From that searing pain

One feels in wretched

Admiration of death

By relief

Lit sparks

Pool around the base

Of my  . . . head hurts

As oozing vapours

Saunter along

Regardless

The itch

Seeping inside

The divided brain

Snips of rain

Calm illusive

Her pride

Diffusive

Never

My head hurts

From the split

Two halves

In duel

And worn

My head hurts

From the searing pain

Of a restless mind

Rent

Her

Long time me no see

Her face lit up

Eyes vibrant

Thoughts silent

When will I learn

Her moods, tone

Vibe

And respect the gleam

Hold it in high esteem

And beam

Her

Soul splits

Mine encased in half

Her love in the other

We are hers

She is ours

We need her love

And she’s our

Twinkling star

Sorry I didn’t see

I didn’t see them

Walking as if they need to be

Somewhere, anywhere

Scrimmaging around the block

Rocking to the side on the spot

Strolling round the school yard

Hanging round the desks,

Spacing, it seems

Hearts racing, beaming

Screaming, “It’s me!”

“See ME! Hear ME!”

Racing to the hub

Heading to the club

Working in the stores

Not street or non-street

Just them, as they were

As they are

But I didn’t see

The ones who looked like

Faceless names

But were

Something exquisite

Sketched heaps

Of Bohemia

The invisible ones

I’m sorry I didn’t see

You

The words

The words buck

Can’t intuit

Can’t install

Can’t state

Just can’t

Explain

Won’t speech

Won’t pitch

Won’t spill

That infernal itch

To carve unknown words

From despair

Angst

Like “I don’t know what to say”

. . . in moments like this

Can’t say

Won’t say

Don’t will me to speak

The words

I can’t find

Or squeeze through my tonsils

Yet I must try

Though they buck

And loosen with time, yeah?

Wasted

Do you write for the thoughts in breach of conduct?
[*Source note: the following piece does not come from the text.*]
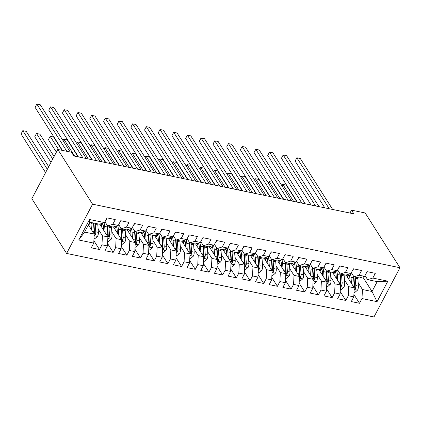 <?xml version="1.0" encoding="UTF-8"?>
<svg xmlns="http://www.w3.org/2000/svg" width="421" height="421" viewBox="0 0 421 421"><rect width="100%" height="100%" fill="white"/><g stroke="black" fill="none" stroke-linecap="round" stroke-linejoin="round"><path stroke-width="0.63" d="M66.607 253.437L373.985 316.966L399.95 267.724L92.573 204.19L66.607 253.437L31.843 198.686L57.803 149.439L92.573 204.19M78.706 239.996L89.51 219.499L104.566 222.609L99.403 224.225L89.82 222.241L84.626 232.092L78.706 239.996L93.757 243.106L91.268 247.832L99.477 249.527L101.971 244.806L107.444 245.938L104.95 250.658L113.165 252.358L115.654 247.632L121.127 248.764L118.638 253.489L126.847 255.184L129.342 250.463L134.815 251.595L132.326 256.315L140.535 258.015L143.024 253.289L148.502 254.421L146.008 259.147L154.223 260.841L156.712 256.121L162.185 257.252L159.696 261.973L167.905 263.672L170.4 258.947L175.873 260.078L173.378 264.804L181.593 266.498L184.082 261.778L189.555 262.909L187.066 267.63L195.276 269.329L197.77 264.604L203.243 265.735L200.754 270.461L208.963 272.155L211.453 267.435L216.926 268.566L214.436 273.287L222.646 274.987L225.14 270.261L230.613 271.392L228.124 276.118L236.334 277.813L238.823 273.092L244.301 274.224L241.807 278.949L250.021 280.644L252.511 275.918L257.984 277.05L255.494 281.775L263.704 283.475L266.198 278.749L271.671 279.881L269.177 284.607L277.392 286.301L279.881 281.575L285.354 282.707L282.865 287.432L291.074 289.132L293.569 284.407L299.042 285.538L296.552 290.264L304.762 291.958L307.251 287.233L312.724 288.364L310.235 293.09L318.444 294.789L320.939 290.064L326.412 291.195L323.923 295.921L332.132 297.615L334.621 292.89L340.1 294.021L337.605 298.747L345.82 300.447L348.309 295.721L353.782 296.852L351.293 301.578L359.502 303.273L353.903 294.453M362.77 276.923L372.022 291.49L377.048 301.657L387.857 281.165L372.801 278.049L375.29 273.329L367.08 271.629L364.591 276.355L359.113 275.223L361.607 270.498L353.398 268.803L350.903 273.524L345.43 272.392L347.92 267.672L339.71 265.972L337.221 270.698L331.743 269.566L334.237 264.841L326.022 263.146L323.533 267.867L318.06 266.735L320.549 262.015L312.34 260.315L309.845 265.041L304.372 263.909L306.867 259.183L298.652 257.484L296.163 262.209L290.69 261.078L293.179 256.352L284.97 254.658L282.475 259.383L277.002 258.252L279.491 253.526L271.282 251.826L268.793 256.552L263.314 255.421L265.809 250.695L257.594 249L255.105 253.726L249.632 252.595L252.121 247.869L243.912 246.169L241.422 250.895L235.944 249.764L238.439 245.038L230.224 243.343L227.735 248.069L222.262 246.938L224.751 242.212L216.541 240.512L214.047 245.238L208.574 244.106L211.068 239.381L202.854 237.686L200.364 242.412L194.891 241.28L197.381 236.555L189.171 234.855L186.677 239.581L181.204 238.449L183.693 233.723L175.483 232.029L172.994 236.755L167.516 235.623L170.01 230.897L161.796 229.198L159.306 233.923L153.833 232.792L156.323 228.066L148.113 226.372L145.624 231.097L140.146 229.966L142.64 225.24L134.425 223.54L131.936 228.266L126.463 227.135L128.952 222.409L120.743 220.715L118.248 225.44L112.775 224.309L115.27 219.583L107.055 217.883L104.566 222.609M377.048 301.657L361.997 298.547L359.502 303.273M57.803 149.439L71.491 152.27L73.849 155.98L353.856 213.852L351.498 210.142L349.962 213.047M346.109 275.024L354.235 287.817L348.756 286.685L344.473 279.928M353.782 296.852L354.235 287.817M348.309 295.721L348.756 286.685M387.857 281.165L377.216 281.644L367.638 279.665L365.018 275.539M372.801 278.049L367.638 279.665M332.422 272.192L340.547 284.985L335.074 283.854L330.785 277.102M340.1 294.021L340.547 284.985M334.621 292.89L335.074 283.854M364.591 276.355L359.423 277.965L353.95 276.834L351.335 272.713M359.113 275.223L353.95 276.834M318.739 269.366L326.864 282.159L321.386 281.028L317.097 274.271M326.412 291.195L326.864 282.159M320.939 290.064L321.386 281.028M350.903 273.524L345.741 275.139L340.268 274.008L337.647 269.882M345.43 272.392L340.268 274.008M305.051 266.535L313.177 279.328L307.704 278.197L303.415 271.445M312.724 288.364L313.177 279.328M307.251 287.233L307.704 278.197M337.221 270.698L332.053 272.308L326.58 271.177L323.965 267.056M331.743 269.566L326.58 271.177M291.369 263.709L299.489 276.502L294.016 275.371L289.727 268.614M299.042 285.538L299.489 276.502M293.569 284.407L294.016 275.371M323.533 267.867L318.371 269.482L312.892 268.351L310.277 264.225M318.06 266.735L312.892 268.351M277.681 260.878L285.806 273.671L280.333 272.54L276.044 265.788M285.354 282.707L285.806 273.671M279.881 281.575L280.333 272.54M309.845 265.041L304.683 266.651L299.21 265.519L296.589 261.399M304.372 263.909L299.21 265.519M263.999 258.052L272.119 270.845L266.646 269.714L262.357 262.957M271.671 279.881L272.119 270.845M266.198 278.749L266.646 269.714M296.163 262.209L291 263.825L285.522 262.693L282.907 258.568M290.69 261.078L285.522 262.693M250.311 255.221L258.436 268.014L252.958 266.882L248.674 260.131M257.984 277.05L258.436 268.014M252.511 275.918L252.958 266.882M282.475 259.383L277.313 260.994L271.84 259.862L269.219 255.742M277.002 258.252L271.84 259.862M236.623 252.395L244.748 265.188L239.275 264.056L234.986 257.299M244.301 274.224L244.748 265.188M238.823 273.092L239.275 264.056M268.793 256.552L263.625 258.168L258.152 257.036L255.536 252.91M263.314 255.421L258.152 257.036M222.941 249.564L231.061 262.357L225.588 261.225L221.299 254.473M230.613 271.392L231.061 262.357M225.14 270.261L225.588 261.225M255.105 253.726L249.942 255.337L244.469 254.205L241.849 250.085M249.632 252.595L244.469 254.205M209.253 246.738L217.378 259.531L211.905 258.399L207.616 251.642M216.926 268.566L217.378 259.531M211.453 267.435L211.905 258.399M241.422 250.895L236.255 252.511L230.782 251.379L228.166 247.253M235.944 249.764L230.782 251.379M195.57 243.906L203.69 256.699L198.217 255.568L193.928 248.816M203.243 265.735L203.69 256.699M197.77 264.604L198.217 255.568M227.735 248.069L222.572 249.679L217.094 248.548L214.478 244.427M222.262 246.938L217.094 248.548M181.883 241.08L190.008 253.874L184.535 252.742L180.246 245.985M189.555 262.909L190.008 253.874M184.082 261.778L184.535 252.742M214.047 245.238L208.884 246.853L203.411 245.722L200.791 241.596M208.574 244.106L203.411 245.722M168.2 238.249L176.32 251.042L170.847 249.911L166.558 243.159M175.873 260.078L176.32 251.042M170.4 258.947L170.847 249.911M200.364 242.412L195.202 244.022L189.724 242.891L187.108 238.77M194.891 241.28L189.724 242.891M154.512 235.423L162.638 248.216L157.159 247.085L152.87 240.328M162.185 257.252L162.638 248.216M156.712 256.121L157.159 247.085M186.677 239.581L181.514 241.196L176.041 240.065L173.42 235.939M181.204 238.449L176.041 240.065M140.825 232.592L148.95 245.385L143.477 244.254L139.188 237.502M148.502 254.421L148.95 245.385M143.024 253.289L143.477 244.254M172.994 236.755L167.826 238.365L162.353 237.233L159.738 233.113M167.516 235.623L162.353 237.233M127.142 229.766L135.262 242.559L129.789 241.428L125.5 234.671M134.815 251.595L135.262 242.559M129.342 250.463L129.789 241.428M159.306 233.923L154.144 235.539L148.671 234.408L146.05 230.282M153.833 232.792L148.671 234.408M113.454 226.935L121.58 239.728L116.107 238.596L111.818 231.845M121.127 248.764L121.58 239.728M115.654 247.632L116.107 238.596M145.624 231.097L140.456 232.708L134.983 231.576L132.368 227.456M140.146 229.966L134.983 231.576M99.772 224.109L107.892 236.902L102.419 235.771L98.13 229.013M107.444 245.938L107.892 236.902M101.971 244.806L102.419 235.771M131.936 228.266L126.774 229.882L121.295 228.75L118.68 224.625M126.463 227.135L121.295 228.75M88.405 224.93L94.209 234.071L84.626 232.092M93.757 243.106L94.209 234.071M118.248 225.44L113.086 227.051L107.613 225.919L104.992 221.799M112.775 224.309L107.613 225.919M399.95 267.724L365.181 212.968L351.498 210.142M358.155 282.759L362.444 289.511L372.022 291.49L377.216 281.644M89.51 219.499L89.82 222.241M361.997 298.547L362.444 289.511M99.477 249.527L93.878 240.707M113.165 252.358L107.566 243.538M126.847 255.184L121.248 246.364M140.535 258.015L134.936 249.195M154.223 260.841L148.618 252.021M167.905 263.672L162.306 254.852M181.593 266.498L175.989 257.678M195.276 269.329L189.676 260.51M208.963 272.155L203.364 263.335M222.646 274.987L217.047 266.167M236.334 277.813L230.734 268.993M250.021 280.644L244.417 271.824M263.704 283.475L258.105 274.655M277.392 286.301L271.787 277.481M291.074 289.132L285.475 280.312M304.762 291.958L299.163 283.138M318.444 294.789L312.845 285.97M332.132 297.615L326.533 288.795M345.82 300.447L340.215 291.627M106.966 218.057L106.96 218.52A4.363 2.31 101.7 0 1 106.124 219.651M66.86 151.313L36.837 104.034L40.258 104.74L70.281 152.018M62.408 150.392L35.085 107.36L36.837 104.034L35.085 107.36M93.983 238.565L94.783 238.733L97.556 236.355A4.363 2.31 -78.3 0 0 98.372 232.36L97.846 225.003A12.598 6.668 -78.3 0 0 97.725 223.877M91.441 229.708L90.999 223.588A12.598 6.668 -78.3 0 0 90.883 222.462M90.041 227.514L89.82 224.372A10.457 5.536 -78.3 0 0 89.594 222.677M94.141 235.413L94.92 235.313L95.409 234.702A4.363 2.31 -78.3 0 0 95.772 231.824L95.246 224.461A12.598 6.668 -78.3 0 0 95.125 223.34M93.725 223.051A10.457 5.536 101.7 0 1 94.062 225.251L94.588 232.608A2.226 1.179 101.7 0 1 94.562 233.366L95.409 234.702M48.689 166.732L26.228 131.357L22.802 130.652L21.05 133.978L45.584 172.615M93.483 222.998A12.598 6.668 101.7 0 1 93.599 224.125L94.13 231.482A4.363 2.31 101.7 0 1 93.951 233.671M21.05 133.978L22.802 130.652L47.341 169.289M120.648 220.888L120.643 221.346A4.363 2.31 101.7 0 1 119.811 222.483M82.905 157.854L50.525 106.86L53.946 107.571L86.326 158.559M78.453 156.933L48.768 110.186L50.525 106.86L48.768 110.186M134.336 223.719L134.331 224.177A4.363 2.31 101.7 0 1 133.494 225.309M96.588 160.68L64.208 109.692L67.634 110.397L100.009 161.385M92.136 159.759L62.455 113.017L64.208 109.692L62.455 113.017M107.671 241.396L108.471 241.559L111.239 239.181A4.363 2.31 -78.3 0 0 112.054 235.192L111.528 227.829A12.598 6.668 -78.3 0 0 111.412 226.703M102.787 223.798A10.457 5.536 -78.3 0 0 102.161 224.504L100.961 225.988M105.124 232.539L104.687 226.414A12.598 6.668 -78.3 0 0 103.998 222.788M103.729 230.34L103.503 227.198A10.457 5.536 -78.3 0 0 102.545 223.241M107.829 238.244L108.607 238.139L109.097 237.533A4.363 2.31 -78.3 0 0 109.455 234.65L108.928 227.293A12.598 6.668 -78.3 0 0 108.813 226.166M107.276 225.388A10.457 5.536 101.7 0 1 107.744 228.077L108.271 235.439A2.226 1.179 101.7 0 1 108.244 236.197L109.097 237.533M54.083 156.501L39.911 134.188L36.49 133.478L34.738 136.809L50.978 162.385M107.034 225.009A12.598 6.668 101.7 0 1 107.287 226.951L107.813 234.313A4.363 2.31 101.7 0 1 107.639 236.497M34.738 136.809L36.49 133.478L52.736 159.059M121.353 244.222L122.153 244.39L124.926 242.012A4.363 2.31 -78.3 0 0 125.742 238.018L125.216 230.661A12.598 6.668 -78.3 0 0 125.1 229.534M116.475 226.624A10.457 5.536 -78.3 0 0 115.843 227.329L114.649 228.814M118.811 235.371L118.369 229.245A12.598 6.668 -78.3 0 0 117.68 225.614M117.412 233.171L117.191 230.029A10.457 5.536 -78.3 0 0 116.233 226.072M121.511 241.07L122.29 240.97L122.779 240.359A4.363 2.31 -78.3 0 0 123.142 237.481L122.616 230.119A12.598 6.668 -78.3 0 0 122.495 228.998M120.964 228.219A10.457 5.536 101.7 0 1 121.432 230.908L121.958 238.265A2.226 1.179 101.7 0 1 121.932 239.023L122.779 240.359M62.04 150.313L53.599 137.014L50.178 136.309L48.42 139.635L56.372 152.16M120.722 227.84A12.598 6.668 101.7 0 1 120.974 229.782L121.501 237.139A4.363 2.31 101.7 0 1 121.322 239.328M48.42 139.635L50.178 136.309L58.619 149.608M148.018 226.545L148.013 227.003A4.363 2.31 101.7 0 1 147.182 228.14M110.276 163.511L77.896 112.518L81.316 113.228L113.696 164.216M105.824 162.59L76.143 115.843L77.896 112.518L76.143 115.843M161.706 229.377L161.701 229.834A4.363 2.31 101.7 0 1 160.864 230.966M123.958 166.337L91.583 115.349L95.004 116.054L127.384 167.042M119.511 165.416L89.826 118.675L91.583 115.349L89.826 118.675M135.041 247.053L135.841 247.216L138.614 244.838A4.363 2.31 -78.3 0 0 139.425 240.849L138.898 233.487A12.598 6.668 -78.3 0 0 138.783 232.36M130.157 229.456A10.457 5.536 -78.3 0 0 129.531 230.161L128.331 231.645M132.494 238.197L132.057 232.071A12.598 6.668 -78.3 0 0 131.368 228.445M131.099 235.997L130.873 232.855A10.457 5.536 -78.3 0 0 129.915 228.898M135.199 243.901L135.978 243.796L136.467 243.191A4.363 2.31 -78.3 0 0 136.825 240.307L136.299 232.95A12.598 6.668 -78.3 0 0 136.183 231.824M134.646 231.045A10.457 5.536 101.7 0 1 135.115 233.734L135.646 241.096A2.226 1.179 101.7 0 1 135.62 241.854L136.467 243.191M134.404 230.666A12.598 6.668 101.7 0 1 134.657 232.608L135.183 239.97A4.363 2.31 101.7 0 1 135.009 242.154M78.085 156.854L67.281 139.846L63.86 139.135L74.664 156.149M62.918 140.425L63.86 139.135L63.066 140.651M148.729 249.879L149.523 250.048L152.297 247.669A4.363 2.31 -78.3 0 0 153.112 243.675L152.586 236.318A12.598 6.668 -78.3 0 0 152.47 235.192M143.845 232.281A10.457 5.536 -78.3 0 0 143.214 232.987L142.019 234.471M146.182 241.028L145.745 234.902A12.598 6.668 -78.3 0 0 145.05 231.271M144.787 238.828L144.561 235.686A10.457 5.536 -78.3 0 0 143.603 231.729M148.881 246.727L149.66 246.627L150.15 246.017A4.363 2.31 -78.3 0 0 150.513 243.138L149.987 235.776A12.598 6.668 -78.3 0 0 149.871 234.655M148.334 233.876A10.457 5.536 101.7 0 1 148.802 236.565L149.329 243.922A2.226 1.179 101.7 0 1 149.302 244.68L150.15 246.017M148.092 233.497A12.598 6.668 101.7 0 1 148.345 235.439L148.871 242.796A4.363 2.31 101.7 0 1 148.697 244.985M91.767 159.685L80.969 142.672L77.548 141.966L88.347 158.975M76.606 143.251L77.548 141.966L76.748 143.477M175.394 232.203L175.389 232.66A4.363 2.31 101.7 0 1 174.552 233.797M137.646 169.168L105.266 118.175L108.686 118.885L141.067 169.874M133.194 168.247L103.513 121.506L105.266 118.175L103.513 121.506M162.411 252.711L163.211 252.874L165.985 250.495A4.363 2.31 -78.3 0 0 166.8 246.506L166.269 239.144A12.598 6.668 -78.3 0 0 166.153 238.018M157.528 235.113A10.457 5.536 -78.3 0 0 156.901 235.818L155.707 237.302M159.864 243.854L159.427 237.728A12.598 6.668 -78.3 0 0 158.738 234.102M158.47 241.654L158.243 238.512A10.457 5.536 -78.3 0 0 157.286 234.555M162.569 249.558L163.348 249.453L163.837 248.848A4.363 2.31 -78.3 0 0 164.195 245.964L163.669 238.607A12.598 6.668 -78.3 0 0 163.553 237.481M162.017 236.702A10.457 5.536 101.7 0 1 162.49 239.391L163.016 246.753A2.226 1.179 101.7 0 1 162.99 247.511L163.837 248.848M161.78 236.323A12.598 6.668 101.7 0 1 162.027 238.265L162.553 245.627A4.363 2.31 101.7 0 1 162.38 247.811M105.455 162.511L94.651 145.503L91.231 144.792L102.035 161.806M90.289 146.082L91.231 144.792L90.436 146.308M189.076 235.034L189.071 235.492A4.363 2.31 101.7 0 1 188.24 236.623M151.334 171.994L118.954 121.006L122.374 121.711L154.754 172.699M146.882 171.073L117.196 124.332L118.954 121.006L117.196 124.332M176.099 255.536L176.899 255.705L179.667 253.326A4.363 2.31 -78.3 0 0 180.483 249.332L179.956 241.975A12.598 6.668 -78.3 0 0 179.841 240.849M171.215 237.939A10.457 5.536 -78.3 0 0 170.589 238.644L169.389 240.128M173.552 246.685L173.115 240.559A12.598 6.668 -78.3 0 0 172.426 236.928M172.157 244.485L171.931 241.344A10.457 5.536 -78.3 0 0 170.973 237.386M176.257 252.384L177.036 252.284L177.52 251.674A4.363 2.31 -78.3 0 0 177.883 248.795L177.357 241.433A12.598 6.668 -78.3 0 0 177.241 240.312M175.704 239.533A10.457 5.536 101.7 0 1 176.173 242.222L176.699 249.579A2.226 1.179 101.7 0 1 176.673 250.337L177.52 251.674M175.462 239.154A12.598 6.668 101.7 0 1 175.715 241.096L176.241 248.453A4.363 2.31 101.7 0 1 176.067 250.642M119.143 165.342L108.339 148.329L104.918 147.624L115.717 164.632M103.976 148.908L104.918 147.624L104.119 149.134M202.764 237.86L202.759 238.318A4.363 2.31 101.7 0 1 201.922 239.454M165.016 174.826L132.636 123.832L136.057 124.542L168.437 175.531M160.564 173.905L130.884 127.163L132.636 123.832L130.884 127.163M189.782 258.368L190.581 258.531L193.355 256.152A4.363 2.31 -78.3 0 0 194.17 252.163L193.644 244.801A12.598 6.668 -78.3 0 0 193.523 243.675M184.903 240.77A10.457 5.536 -78.3 0 0 184.272 241.475L183.077 242.959M187.24 249.511L186.798 243.385A12.598 6.668 -78.3 0 0 186.108 239.76M185.84 247.311L185.619 244.169A10.457 5.536 -78.3 0 0 184.661 240.212M189.939 255.215L190.718 255.11L191.208 254.505A4.363 2.31 -78.3 0 0 191.571 251.621L191.045 244.264A12.598 6.668 -78.3 0 0 190.924 243.138M189.387 242.359A10.457 5.536 101.7 0 1 189.86 245.048L190.387 252.411A2.226 1.179 101.7 0 1 190.36 253.168L191.208 254.505M189.15 241.986A12.598 6.668 101.7 0 1 189.397 243.922L189.929 251.284A4.363 2.31 101.7 0 1 189.75 253.468M132.826 168.168L122.027 151.16L118.601 150.45L129.405 167.463M117.659 151.739L118.601 150.45L117.806 151.965M216.447 240.691L216.441 241.149A4.363 2.31 101.7 0 1 215.61 242.28M178.704 177.651L146.324 126.663L149.744 127.368L182.125 178.357M174.252 176.731L144.566 129.989L146.324 126.663L144.566 129.989M203.469 261.194L204.269 261.362L207.037 258.983A4.363 2.31 -78.3 0 0 207.853 254.989L207.327 247.632A12.598 6.668 -78.3 0 0 207.211 246.506M198.586 243.596A10.457 5.536 -78.3 0 0 197.959 244.301L196.76 245.785M200.922 252.342L200.485 246.217A12.598 6.668 -78.3 0 0 199.796 242.591M199.528 250.142L199.301 247.001A10.457 5.536 -78.3 0 0 198.344 243.043M203.627 258.041L204.406 257.941L204.895 257.331A4.363 2.31 -78.3 0 0 205.253 254.452L204.727 247.09A12.598 6.668 -78.3 0 0 204.611 245.969M203.075 245.19A10.457 5.536 101.7 0 1 203.543 247.88L204.069 255.237A2.226 1.179 101.7 0 1 204.043 255.994L204.895 257.331M202.833 244.811A12.598 6.668 101.7 0 1 203.085 246.753L203.611 254.11A4.363 2.31 101.7 0 1 203.438 256.3M146.513 171L135.709 153.986L132.289 153.281L143.093 170.289M131.347 154.565L132.289 153.281L131.489 154.791M230.134 243.517L230.129 243.975A4.363 2.31 101.7 0 1 229.292 245.111M192.386 180.483L160.006 129.489L163.432 130.2L195.807 181.188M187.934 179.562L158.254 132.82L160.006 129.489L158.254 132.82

Or the dreams stumbling through the forest?

Do you write for the churned butter?

Or the lost cause?

Or the patient waiting in the courtyard for a pill?

Or the mood in the sanitarium?

Or the fans in the stadium holding their breaths?

Do you write for the guest in the lobby?

Or the actor in the scene?

Or do you write for yourself?

Do you?

Do you write?

Where are those piles of words?

The ones heaped on a restless landfill

Why do you write, my friend?

When will I hear your reason for this tense need?

Or do we wait until you dismount?

Do you know, or is all this wondering . . .

Wasted patience?

Just tell me

Why do you write?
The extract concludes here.